(Extracted records)
::::
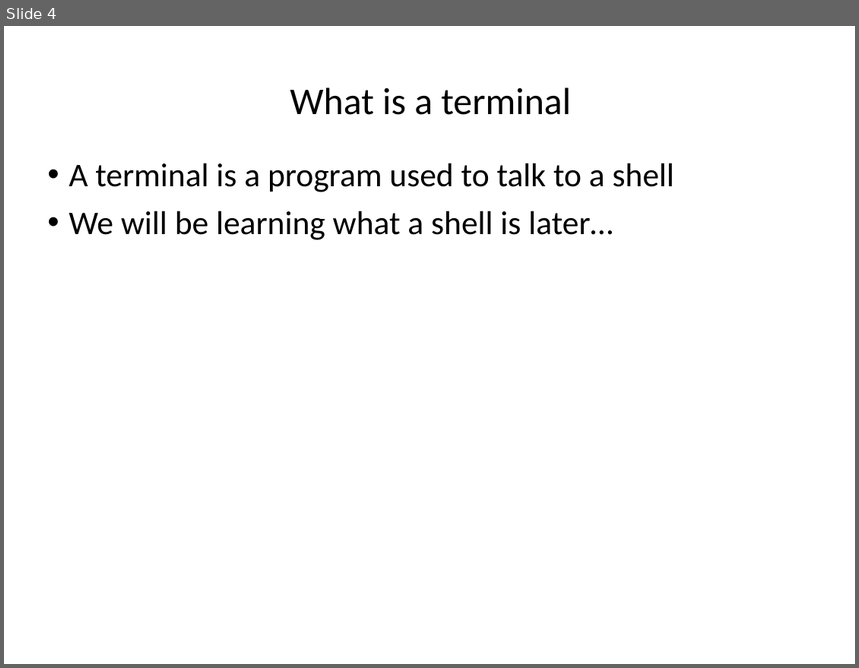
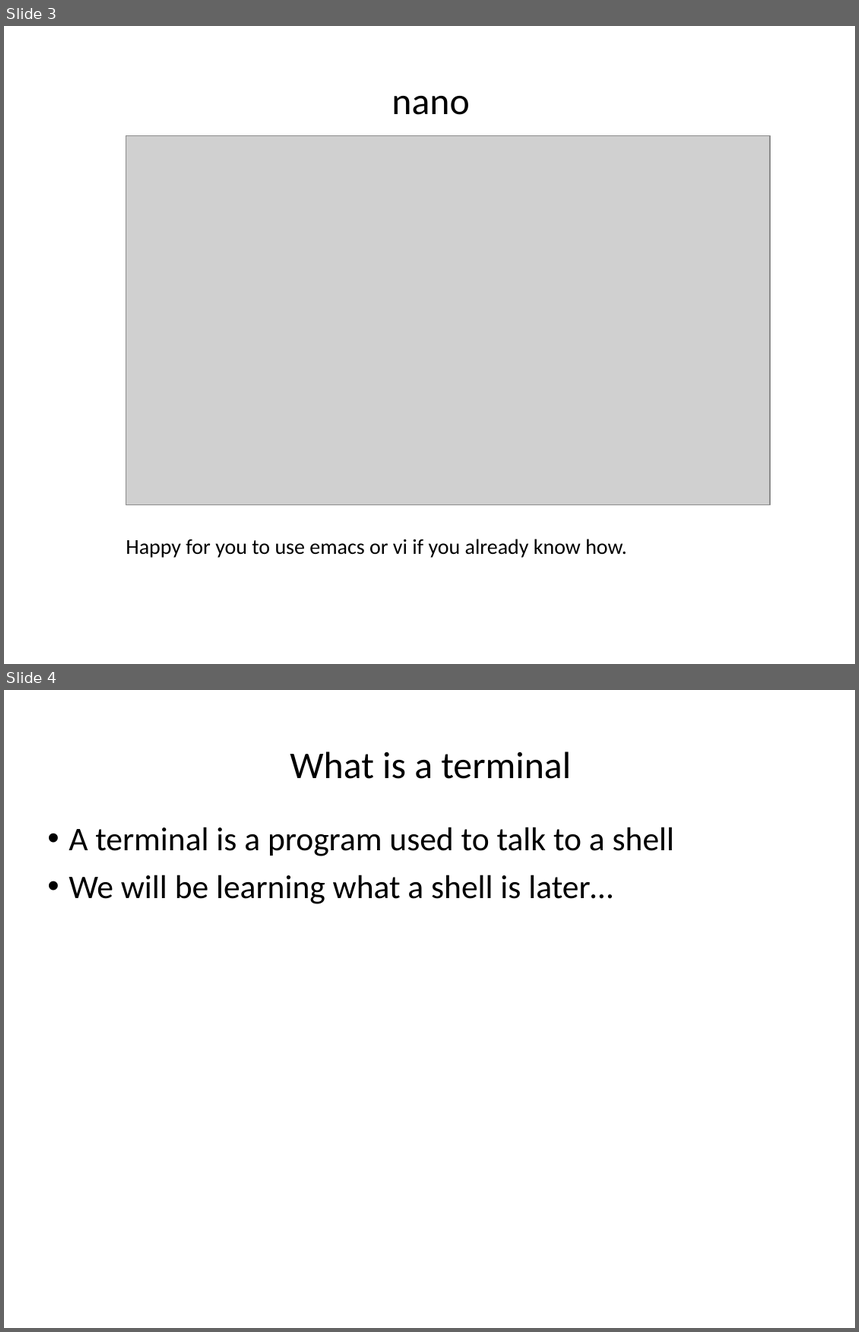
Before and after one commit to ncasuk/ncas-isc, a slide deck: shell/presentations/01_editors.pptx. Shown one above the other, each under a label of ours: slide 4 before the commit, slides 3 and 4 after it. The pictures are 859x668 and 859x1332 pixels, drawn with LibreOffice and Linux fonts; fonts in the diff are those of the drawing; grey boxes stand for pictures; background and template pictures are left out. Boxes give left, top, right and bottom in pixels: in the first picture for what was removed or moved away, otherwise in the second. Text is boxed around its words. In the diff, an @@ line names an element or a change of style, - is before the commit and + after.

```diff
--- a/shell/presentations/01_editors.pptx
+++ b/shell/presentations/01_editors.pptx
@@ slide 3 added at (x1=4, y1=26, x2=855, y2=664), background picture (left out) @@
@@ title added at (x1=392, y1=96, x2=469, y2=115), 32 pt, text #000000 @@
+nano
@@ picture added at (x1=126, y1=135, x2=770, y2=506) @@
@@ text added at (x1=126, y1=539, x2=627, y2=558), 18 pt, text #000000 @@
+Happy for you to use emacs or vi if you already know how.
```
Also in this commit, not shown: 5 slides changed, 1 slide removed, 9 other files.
::::
**Your goal**
Copy every line above exactly, leaving no picture in the copy.

**Task output**
Before and after one commit to ncasuk/ncas-isc, a slide deck: shell/presentations/01_editors.pptx. Shown one above the other, each under a label of ours: slide 4 before the commit, slides 3 and 4 after it. The pictures are 859x668 and 859x1332 pixels, drawn with LibreOffice and Linux fonts; fonts in the diff are those of the drawing; grey boxes stand for pictures; background and template pictures are left out. Boxes give left, top, right and bottom in pixels: in the first picture for what was removed or moved away, otherwise in the second. Text is boxed around its words. In the diff, an @@ line names an element or a change of style, - is before the commit and + after.

```diff
--- a/shell/presentations/01_editors.pptx
+++ b/shell/presentations/01_editors.pptx
@@ slide 3 added at (x1=4, y1=26, x2=855, y2=664), background picture (left out) @@
@@ title added at (x1=392, y1=96, x2=469, y2=115), 32 pt, text #000000 @@
+nano
@@ picture added at (x1=126, y1=135, x2=770, y2=506) @@
@@ text added at (x1=126, y1=539, x2=627, y2=558), 18 pt, text #000000 @@
+Happy for you to use emacs or vi if you already know how.
```
Also in this commit, not shown: 5 slides changed, 1 slide removed, 9 other files.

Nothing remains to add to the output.